31- Atento todo o exposto e, atentas as falsas declarações do proponente do seguro, sabendo que as declarações contidas na proposta de seguro não correspondiam à verdade, tornam o seguro nulo, com todos os devidos e legais efeitos.
Para tanto, deve a excepção de nulidade ser julgada procedente e em consequência o contrato de seguro ser considerado nulo, não produzindo efeitos desde o seu início. Deste modo, dever-se-á julgar a ora recorrente parte ilegítima no processo, sendo absolvida do pedido com as legais consequências ou, se assim não se entender, deve o Juiz do Tribunal a quo abster-se de se pronunciar em sede de despacho saneador sobre a excepção invocada, considerando esta questão como matéria controvertida e, assim sendo, deverão os factos constantes dos artºs que fundamentam a excepção alegada serem quesitados e como tal levados à Base Instrutória.

Foram apresentadas contra-alegações pela D………. (D1……….), cujas conclusões são as seguintes:
I. Tanto no domínio do seguro obrigatório como no do seguro facultativo, a invalidade do contrato por inexactas declarações do segurado ou do tomador do seguro é estabelecida em vista da protecção do interesse da contraparte seguradora, que tem natureza particular;
II. Adequa-se-lhe, portanto, o regime da nulidade relativa ou anulabilidade, como a prevista no artº 429º do Cód. Comercial, que se aplica aos seguros facultativos e obrigatórios e consagra uma solução semelhante à estabelecida para a hipótese análoga de dolo no negócio jurídico no artº 254º do CCivil;
III. O artº 11º da Apólice Uniforme de Seguro de Responsabilidade Civil Automóvel acolhe sem derrogar o estabelecido na lei, a que se subordina, e o artº 14º do DL nº 522/85 também não prevê nem qualifica nenhum tipo de invalidade, limitando-se a estatuir, em atenção ao interesse público da protecção dos lesados por acidentes de viação, sobre as condições de oponibilidade a terceiros;
IV. Constituindo a invalidade que poderia afectar o contrato uma nulidade relativa ou mera anulabilidade, subordina-se ao estabelecido no nº 1 do artº 287º do CCivil, segundo o qual só pode ser arguida no ano subsequente à cessação do vício que lhe serve de fundamento;
V. A própria recorrente reconhecendo que só a invocou perante o segurado quando mais de um ano havia decorrido desde a data do acidente, conclui-se que nem perante ele seria susceptível de produzir efeitos;
VI. O artº 14º do DL nº 522/85 consagra em termos amplos um regime de inoponibilidade aos lesados das excepções contratuais, que se justifica pelo interesse na sua protecção, numa perspectiva de socialização do risco e pela natureza do contrato de seguro de responsabilidade civil automóvel de contrato a favor de terceiro, cujo alcance não se esgota nas relações entre o segurado e a seguradora, já que esta também assume a obrigação de indemnizar as eventuais vítimas, que a podem demandar directamente;
VII. Dessa disposição resultando que a seguradora apenas pode opor aos lesados, além das anulabilidades estabelecidas no diploma, a cessação do contrato ou a sua cessação ou nulidade desde que anteriores à data do sinistro, a invocação do vício perante a autora, em via de excepção, nunca poderia produzir efeitos;
VIII. Foi portanto acertadamente que, no douto despacho recorrido, se desatendeu a excepção de ilegitimidade que a ora recorrente veio invocar, e não se incluiu na Base Instrutória a matéria de facto alegada em seu suporte, pois que mesmo a provar-se não deixaria a excepção de improceder, devendo, por isso, confirmar-se o douto despacho recorrido.

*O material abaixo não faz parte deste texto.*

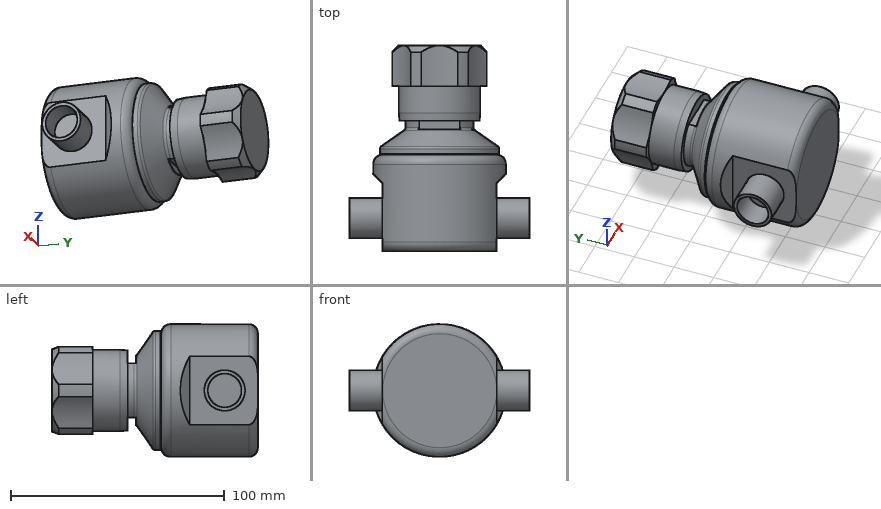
import cadquery as cq
import math


body_radius = 31.115
body_length = 45.3
body_round = 4.445
port_offset = 15.6
flat_distance = body_radius - body_round
flat_length = 31.9
run_out = body_radius - flat_distance

tube_outer_diameter = 19.05
tube_wall = 1.65
tube_reach = 42.215
bore_depth = 12.7

groove_radius = flat_distance
groove_width = 0.4
bonnet_radius = 27.94
bonnet_rim_end = 48.8
bonnet_edge_round = 1.52
neck_radius = 15.95
neck_cone_end = 57.15
neck_round = 1.7
neck_flat_distance = 12.75
neck_flat_start = 57.1

collar_start = 61.05
collar_taper_end = 64.8
collar_small_radius = 18.8
collar_radius = 19.15
nut_start = 77.4
nut_end = 96.39
nut_radius = 22.2
nut_chamfer_length = 3.15
nut_top_radius = 19.25
nut_sides = 6
scallop_distance = 19.3
scallop_edge_angle = math.radians(22.6)


def revolve_profile(profile):
    """Turn a closed (radius, Y) profile a full turn about the Y axis."""
    return profile.close().revolve(360, (0, 0, 0), (0, 1, 0))


def disc(radius, start, end):
    """Cylinder on the Y axis between two stations."""
    return revolve_profile(
        cq.Workplane("XY").moveTo(0, start).lineTo(radius, start).lineTo(radius, end).lineTo(0, end)
    )


def make_body():
    body = disc(body_radius, 0, body_length).edges("%CIRCLE").fillet(body_round)
    for side in (-1, 1):
        side_cut = (
            cq.Workplane("XY")
            .moveTo(side * flat_distance, -run_out)
            .lineTo(side * flat_distance, flat_length)
            .lineTo(side * (flat_distance + 2 * run_out), flat_length + 2 * run_out)
            .lineTo(side * (flat_distance + 2 * run_out), -run_out)
            .close()
            .extrude(body_radius, both=True)
        )
        body = body.cut(side_cut)
    return body


def tangent_points(start, corner, end, radius):
    """Start, middle and end of the arc that rounds a corner of an outline."""
    def unit(point):
        dx = point[0] - corner[0]
        dy = point[1] - corner[1]
        length = math.hypot(dx, dy)
        return dx / length, dy / length

    to_start = unit(start)
    to_end = unit(end)
    half_angle = math.acos(to_start[0] * to_end[0] + to_start[1] * to_end[1]) / 2
    setback = radius / math.tan(half_angle)
    bisector = (to_start[0] + to_end[0], to_start[1] + to_end[1])
    bisector_length = math.hypot(*bisector)
    middle_distance = radius / math.sin(half_angle) - radius
    return (
        (corner[0] + setback * to_start[0], corner[1] + setback * to_start[1]),
        (
            corner[0] + middle_distance * bisector[0] / bisector_length,
            corner[1] + middle_distance * bisector[1] / bisector_length,
        ),
        (corner[0] + setback * to_end[0], corner[1] + setback * to_end[1]),
    )


def make_bonnet():
    rim_start = (bonnet_radius, body_length + groove_width)
    rim_corner = (bonnet_radius, bonnet_rim_end)
    neck_corner = (neck_radius, neck_cone_end)
    neck_end = (neck_radius, collar_start)
    rim_arc = tangent_points(rim_start, rim_corner, neck_corner, bonnet_edge_round)
    neck_arc = tangent_points(rim_corner, neck_corner, neck_end, neck_round)
    bonnet = revolve_profile(
        cq.Workplane("XY")
        .moveTo(0, body_length)
        .lineTo(groove_radius, body_length)
        .lineTo(groove_radius, body_length + groove_width)
        .lineTo(*rim_start)
        .lineTo(*rim_arc[0])
        .threePointArc(*rim_arc[1:])
        .lineTo(*neck_arc[0])
        .threePointArc(*neck_arc[1:])
        .lineTo(*neck_end)
        .lineTo(0, collar_start)
    )
    flat_height = collar_start - neck_flat_start
    for side in (-1, 1):
        flat_cut = cq.Workplane("XY").box(2 * bonnet_radius, flat_height, bonnet_radius).translate(
            (0, neck_flat_start + flat_height / 2, side * (neck_flat_distance + bonnet_radius / 2))
        )
        bonnet = bonnet.cut(flat_cut)
    return bonnet


def make_collar():
    return revolve_profile(
        cq.Workplane("XY")
        .moveTo(0, collar_start)
        .lineTo(collar_small_radius, collar_start)
        .lineTo(collar_radius, collar_taper_end)
        .lineTo(collar_radius, nut_start)
        .lineTo(0, nut_start)
    )


def make_nut():
    nut = revolve_profile(
        cq.Workplane("XY")
        .moveTo(0, nut_start)
        .lineTo(nut_radius, nut_start)
        .lineTo(nut_radius, nut_end - nut_chamfer_length)
        .lineTo(nut_top_radius, nut_end)
        .lineTo(0, nut_end)
    )
    half_chord = nut_radius * math.sin(scallop_edge_angle)
    sagitta = nut_radius * math.cos(scallop_edge_angle) - scallop_distance
    scallop_radius = (half_chord**2 + sagitta**2) / (2 * sagitta)
    scallop = disc(scallop_radius, nut_start, nut_end).translate(
        (0, 0, scallop_distance + scallop_radius)
    )
    for index in range(nut_sides):
        nut = nut.cut(scallop.rotate((0, 0, 0), (0, 1, 0), index * 360 / nut_sides))
    return nut


def make_tube(side):
    """Tube port with a blind bore; side is -1 or +1 along X."""
    bore_radius = tube_outer_diameter / 2 - tube_wall
    tube_end = cq.Workplane("YZ", origin=(side * tube_reach, port_offset, 0))
    tube = tube_end.circle(tube_outer_diameter / 2).extrude(-side * tube_reach)
    bore = tube_end.circle(bore_radius).extrude(-side * bore_depth)
    return tube.cut(bore)


valve = make_body().union(make_bonnet()).union(make_collar()).union(make_nut())
for port_side in (-1, 1):
    valve = valve.union(make_tube(port_side))

result = valve.translate((0, -port_offset, 0))

Realizada a audiência de julgamento, foi proferida sentença que julgou a acção parcialmente procedente, por provada e, em consequência:
1. Condenou a ré “Companhia de Seguros D………., SA” a pagar à A. B………., a quantia de € 77,00 acrescida de juros à taxa legal desde a data da citação até integral pagamento e bem assim no que se vier a liquidar relativamente aos danos patrimoniais formulados (pontos a), b).
2. Condenou a R. “Companhia de Seguros C………., SA” a pagar à A. B………., a quantia de € 22.500,00, a título de indemnização por danos não patrimoniais, incluindo o dano estético, acrescido de juros à taxa legal desde a data da presente decisão até integral pagamento, absolvendo-a do demais peticionado.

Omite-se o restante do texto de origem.